# Limited vs. Universal Atonement



## J. Dean (Aug 14, 2012)

The article below was written by Jordan Cooper, a former Calvinist turned Lutheran, dealing with Limited vs. Universal Atonement. 

Responding to Calvinist Arguments Against Universal Atonement

Have any of you dealt with this issue, and if so, how have you responded?


----------



## Hilasmos (Aug 14, 2012)

I didn't think anything he presented was unique. Secondly, a million things could be said because it was a very brief sketch over a wide array of texts. Take just 1 John 2:2 for example. His entire critique was based on this Calvinistic argument:

1. The word "world" has different meanings in Greek
2. John is writing to Jews
3. Therefore, it makes sense to say the word world means Gentiles in contrast to the Jews ("Us")

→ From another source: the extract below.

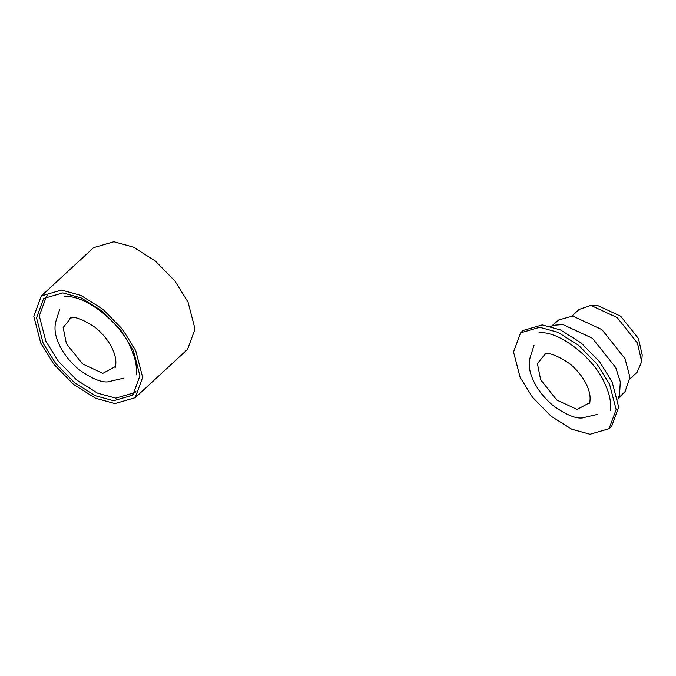 <?xml version="1.0" encoding="UTF-8"?>
<svg xmlns="http://www.w3.org/2000/svg" width="676" height="676" viewBox="0 0 676 676"><rect width="100%" height="100%" fill="white"/><g stroke="black" fill="none" stroke-linecap="round" stroke-linejoin="round"><path stroke-width="1.01" d="M70.76 318.1L63.155 327.514L66.4 343.67L82.523 363.916L102.853 373.346L115.452 366.536M47.497 295.725L46.34 296.713L39.284 315.886L45.875 341.253L58.28 361.178L76.768 380.073L97.53 393.136L115.748 398.147L134.82 392.595L135.893 391.522M629.947 378.856L637.138 372.214L641.701 361.736L642.2 354.968L638.457 338.541L620.678 316.199L598.243 305.797L589.979 305.687L579.171 309.397L571.972 316.03M545.025 354.224L537.412 363.629L540.665 379.785L556.779 400.04L577.118 409.462L589.717 402.651M520.14 377.369L532.544 397.294L551.033 416.188L571.795 429.252L590.013 434.262L609.076 428.711L616.14 409.538L609.541 384.179L597.136 364.246L578.648 345.351L557.894 332.288L539.668 327.285L520.605 332.829L513.54 352.01L520.14 377.369M609.076 428.711L611.645 426.345L618.701 407.172L612.11 381.805L599.705 361.88L581.216 342.985L560.455 329.922L542.236 324.911L523.165 330.463L520.605 332.829M617.932 399.398L619.546 394.725L620.298 381.83L615.735 367.567L592.379 338.22L562.914 324.556L555.326 325.131L550.534 326.356M618.295 398.35L625.089 391.565L629.947 377.25L625.021 358.643L601.919 329.601L572.758 316.081L558.917 319.858L551.608 326.085M641.701 361.736L637.443 343.036L617.205 317.602L591.661 305.755L589.979 305.687M135.166 397.691L187.539 349.357L195.034 329.009L188.029 302.104L174.873 280.962L155.252 260.911L133.231 247.053L113.898 241.738L93.668 247.627L41.287 295.953L33.8 316.3L40.797 343.214L53.962 364.356L73.574 384.399L95.603 398.265L114.928 403.58L135.166 397.691L142.653 377.343L135.656 350.438L122.491 329.288L102.879 309.245L80.85 295.387L61.516 290.072L41.287 295.953M43.171 343.391L55.677 363.477L74.309 382.523L95.231 395.688L113.593 400.741L132.817 395.147L139.932 375.822L133.282 350.252L120.776 330.167L102.144 311.129L81.221 297.955L62.851 292.911L43.636 298.496L36.521 317.83L43.171 343.391M115.773 365.648L115.19 367.465C116.644 362.082 115.697 355.838 112.36 348.748C108.844 341.194 103.225 334.147 95.493 327.615C82.32 318.903 73.76 315.802 69.814 318.286L71.673 317.855M59.784 309.059L55.854 321.446C54.029 328.435 55.153 336.192 59.243 344.701C63.383 353.573 69.907 361.837 78.813 369.476C93.457 379.92 104.163 383.799 110.923 381.129L123.59 378.205M64.642 296.756C83.478 293.916 119.694 321.269 130.629 347.574C135.208 357.283 137.084 366.206 136.239 374.352M134.82 392.595L135.749 391.734M47.269 295.851L46.34 296.713M590.038 401.764L589.455 403.589C590.908 398.198 589.962 391.962 586.624 384.864C583.109 377.309 577.49 370.271 569.758 363.73C556.585 355.027 548.025 351.917 544.079 354.401L545.938 353.97M534.048 345.174L530.119 357.562C528.286 364.558 529.418 372.307 533.508 380.825C537.64 389.697 544.172 397.953 553.078 405.592C567.722 416.036 578.428 419.923 585.188 417.244L597.846 414.32M538.907 332.871C557.742 330.032 593.959 357.384 604.885 383.698C609.473 393.398 611.349 402.33 610.504 410.467"/></g></svg>

His counter argument is that John is not necessarily writing to Jews, and that it is later in the century so the Jew/Gentile salvation distinction is old news by now. Thus, there is no reason to think "world" doesn't mean "world" in its plain universal sense. 

Yet:

1. The limited aspect of the word "world" here may involve a Jew/Gentile distinction, but that isn't the primary reason for the distintion
2. What does the word "is" and "proptiation" mean, and what's that tell us about the word "world?" He doesn't tell us. 
3. What about the immediate context? How does a propitiation for sins that are not propitiated serve as a confidence booster for John's audience and their own sin? He doesn't tell us. 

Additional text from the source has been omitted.